Off Rt 18 (Mahoning Ave) go over the bridge, on the left there is a small parking lot beside condo apps. If you happen to start passing up food places and stores in town you have gone too far. Turn arround and it's on the right after the condos. You can see it from the bridge in the day.


----------



## Smallmouth Crazy (Apr 4, 2006)

Pleasently surprised to see Salt Fork on a couple guys list as I make it out there every once in a while


----------



## catfish_hunter (May 31, 2005)

Salt Fork is a great catfish lake there are alot of Monster Flatheads in there as well as brute channels...:B


----------



## Smallmouth Crazy (Apr 4, 2006)

My family and I rent a cabin once a year on average, thats probably not the best area to go after them, I have caught a few channels around there in the 1-1 1/2 pound range, I never knew that it was one of the better waters in the area though, I guess that says alot though considering some of the other waters in the area.


----------



## Steelwolve (Apr 18, 2006)

Dunno about the best in the state but as far as central Ohio, its Hoover hands down IMO.


----------



## Pond Puppy (Apr 7, 2005)

1. Seneca
2. Salt Fork

I grew up fishing the shore of Seneca and that is where I cought my biggest catfish after taking a swim to retrieve my rod (I was 15). I've seen a lot of big fish pulled out of that lake. 

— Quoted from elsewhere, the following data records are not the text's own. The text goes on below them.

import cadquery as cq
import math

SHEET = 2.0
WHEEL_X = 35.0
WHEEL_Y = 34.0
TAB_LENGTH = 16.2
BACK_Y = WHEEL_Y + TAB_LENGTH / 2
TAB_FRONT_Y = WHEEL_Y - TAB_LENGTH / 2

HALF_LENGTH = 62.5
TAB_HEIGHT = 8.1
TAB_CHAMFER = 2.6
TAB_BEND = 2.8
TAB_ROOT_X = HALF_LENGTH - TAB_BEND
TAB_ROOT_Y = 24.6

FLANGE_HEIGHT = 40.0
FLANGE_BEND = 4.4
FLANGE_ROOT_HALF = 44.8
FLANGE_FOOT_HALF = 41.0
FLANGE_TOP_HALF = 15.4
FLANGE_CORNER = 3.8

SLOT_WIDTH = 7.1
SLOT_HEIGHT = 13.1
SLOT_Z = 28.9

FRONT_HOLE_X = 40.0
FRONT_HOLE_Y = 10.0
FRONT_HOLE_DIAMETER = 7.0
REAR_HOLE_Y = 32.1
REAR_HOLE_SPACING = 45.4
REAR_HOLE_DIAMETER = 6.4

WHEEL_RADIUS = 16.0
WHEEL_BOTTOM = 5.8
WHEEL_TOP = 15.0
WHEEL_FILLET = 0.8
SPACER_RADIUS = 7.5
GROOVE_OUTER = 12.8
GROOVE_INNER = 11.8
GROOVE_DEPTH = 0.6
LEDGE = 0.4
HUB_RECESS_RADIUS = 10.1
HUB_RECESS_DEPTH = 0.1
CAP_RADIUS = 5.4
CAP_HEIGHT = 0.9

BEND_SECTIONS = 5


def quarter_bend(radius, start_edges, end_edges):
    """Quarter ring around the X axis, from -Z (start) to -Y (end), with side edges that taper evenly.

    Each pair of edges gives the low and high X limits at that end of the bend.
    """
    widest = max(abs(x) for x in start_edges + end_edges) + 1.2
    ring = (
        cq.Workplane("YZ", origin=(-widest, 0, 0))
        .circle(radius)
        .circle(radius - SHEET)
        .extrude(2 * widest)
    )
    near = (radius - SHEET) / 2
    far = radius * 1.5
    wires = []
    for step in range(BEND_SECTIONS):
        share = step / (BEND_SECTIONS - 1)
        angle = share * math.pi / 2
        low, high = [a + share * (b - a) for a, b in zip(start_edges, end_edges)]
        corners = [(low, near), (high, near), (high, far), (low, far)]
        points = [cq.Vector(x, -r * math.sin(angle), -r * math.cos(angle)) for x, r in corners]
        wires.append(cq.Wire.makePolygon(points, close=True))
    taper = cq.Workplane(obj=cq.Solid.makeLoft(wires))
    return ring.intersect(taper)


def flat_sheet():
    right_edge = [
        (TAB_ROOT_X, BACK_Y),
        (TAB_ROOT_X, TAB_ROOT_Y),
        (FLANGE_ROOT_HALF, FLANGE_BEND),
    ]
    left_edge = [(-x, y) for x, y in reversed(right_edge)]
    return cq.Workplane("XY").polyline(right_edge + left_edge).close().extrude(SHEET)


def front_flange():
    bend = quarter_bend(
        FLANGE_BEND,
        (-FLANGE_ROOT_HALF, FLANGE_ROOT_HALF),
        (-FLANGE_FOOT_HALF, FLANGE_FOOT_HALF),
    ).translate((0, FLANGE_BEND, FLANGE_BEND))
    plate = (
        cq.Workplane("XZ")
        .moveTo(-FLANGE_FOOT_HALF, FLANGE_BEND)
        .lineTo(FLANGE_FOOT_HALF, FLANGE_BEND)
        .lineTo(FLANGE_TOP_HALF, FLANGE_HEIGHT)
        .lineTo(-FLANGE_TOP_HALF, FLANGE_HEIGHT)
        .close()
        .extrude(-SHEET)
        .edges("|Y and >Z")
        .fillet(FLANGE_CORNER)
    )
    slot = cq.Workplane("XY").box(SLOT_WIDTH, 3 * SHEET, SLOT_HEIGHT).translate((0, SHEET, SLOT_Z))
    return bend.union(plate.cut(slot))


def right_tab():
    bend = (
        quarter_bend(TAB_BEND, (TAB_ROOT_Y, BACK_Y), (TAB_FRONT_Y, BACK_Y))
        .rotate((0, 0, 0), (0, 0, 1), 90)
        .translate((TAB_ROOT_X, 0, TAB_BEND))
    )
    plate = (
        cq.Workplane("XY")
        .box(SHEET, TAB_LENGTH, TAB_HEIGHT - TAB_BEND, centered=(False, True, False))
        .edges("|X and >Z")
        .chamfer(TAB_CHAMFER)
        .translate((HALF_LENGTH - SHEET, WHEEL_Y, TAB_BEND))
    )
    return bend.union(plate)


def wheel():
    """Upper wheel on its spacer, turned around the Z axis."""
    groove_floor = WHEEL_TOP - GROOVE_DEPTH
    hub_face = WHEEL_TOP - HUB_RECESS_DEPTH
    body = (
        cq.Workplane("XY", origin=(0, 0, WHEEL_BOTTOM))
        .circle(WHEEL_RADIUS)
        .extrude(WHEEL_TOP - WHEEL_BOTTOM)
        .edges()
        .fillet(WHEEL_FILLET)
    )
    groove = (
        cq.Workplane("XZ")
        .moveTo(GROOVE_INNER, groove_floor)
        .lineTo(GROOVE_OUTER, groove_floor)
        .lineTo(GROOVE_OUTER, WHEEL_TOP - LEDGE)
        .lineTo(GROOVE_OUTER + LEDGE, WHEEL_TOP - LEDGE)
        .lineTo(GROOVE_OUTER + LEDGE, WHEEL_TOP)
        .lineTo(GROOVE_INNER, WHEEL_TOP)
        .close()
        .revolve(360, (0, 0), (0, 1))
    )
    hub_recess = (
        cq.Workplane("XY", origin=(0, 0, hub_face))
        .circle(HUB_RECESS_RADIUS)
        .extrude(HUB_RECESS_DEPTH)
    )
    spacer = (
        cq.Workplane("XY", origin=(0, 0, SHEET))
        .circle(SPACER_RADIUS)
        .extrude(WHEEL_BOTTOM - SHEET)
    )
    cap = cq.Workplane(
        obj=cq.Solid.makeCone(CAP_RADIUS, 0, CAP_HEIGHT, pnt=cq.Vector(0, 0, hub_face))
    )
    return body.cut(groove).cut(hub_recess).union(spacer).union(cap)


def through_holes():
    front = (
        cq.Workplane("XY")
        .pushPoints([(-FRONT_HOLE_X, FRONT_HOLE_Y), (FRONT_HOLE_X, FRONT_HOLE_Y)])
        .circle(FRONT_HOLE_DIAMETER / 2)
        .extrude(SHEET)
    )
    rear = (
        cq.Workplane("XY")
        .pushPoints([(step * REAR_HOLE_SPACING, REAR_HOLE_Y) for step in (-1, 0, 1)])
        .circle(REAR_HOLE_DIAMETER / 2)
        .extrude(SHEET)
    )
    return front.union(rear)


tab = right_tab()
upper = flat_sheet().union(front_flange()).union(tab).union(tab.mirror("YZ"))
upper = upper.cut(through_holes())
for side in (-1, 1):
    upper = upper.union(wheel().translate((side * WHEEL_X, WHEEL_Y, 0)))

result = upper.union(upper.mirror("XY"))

Last year I saw a guy pull a huge flattie out of Salt Fork so I know there are big ones there too.


----------



## 340RT (Jul 2, 2008)

I need a place to fish that is close to S.E. columbus.My wife and I usually fish O'shaughnesy and never get skunked.We also have great success at Salt Fork.I need a place closer to home.My big truck takes 50 dollars to get to our spots at O'shuaghnesy(north of home road).


----------



## SHADYCAT (May 27, 2008)

Dillion In Muskingum County


----------



## bowhunter9017 (Jul 20, 2007)

kiser lake in champain county


----------



## Tiny Tim (Sep 19, 2006)

Salt Fork and Seneca are both good. Salt Fork is getting hammered by jug fisherman pretty hard the last couple of years tho.


----------



## TIGHTLINER (Apr 7, 2004)

Dale Walborn Reservoir on the Portage/Stark County line has a decent Channel Catfishery!


----------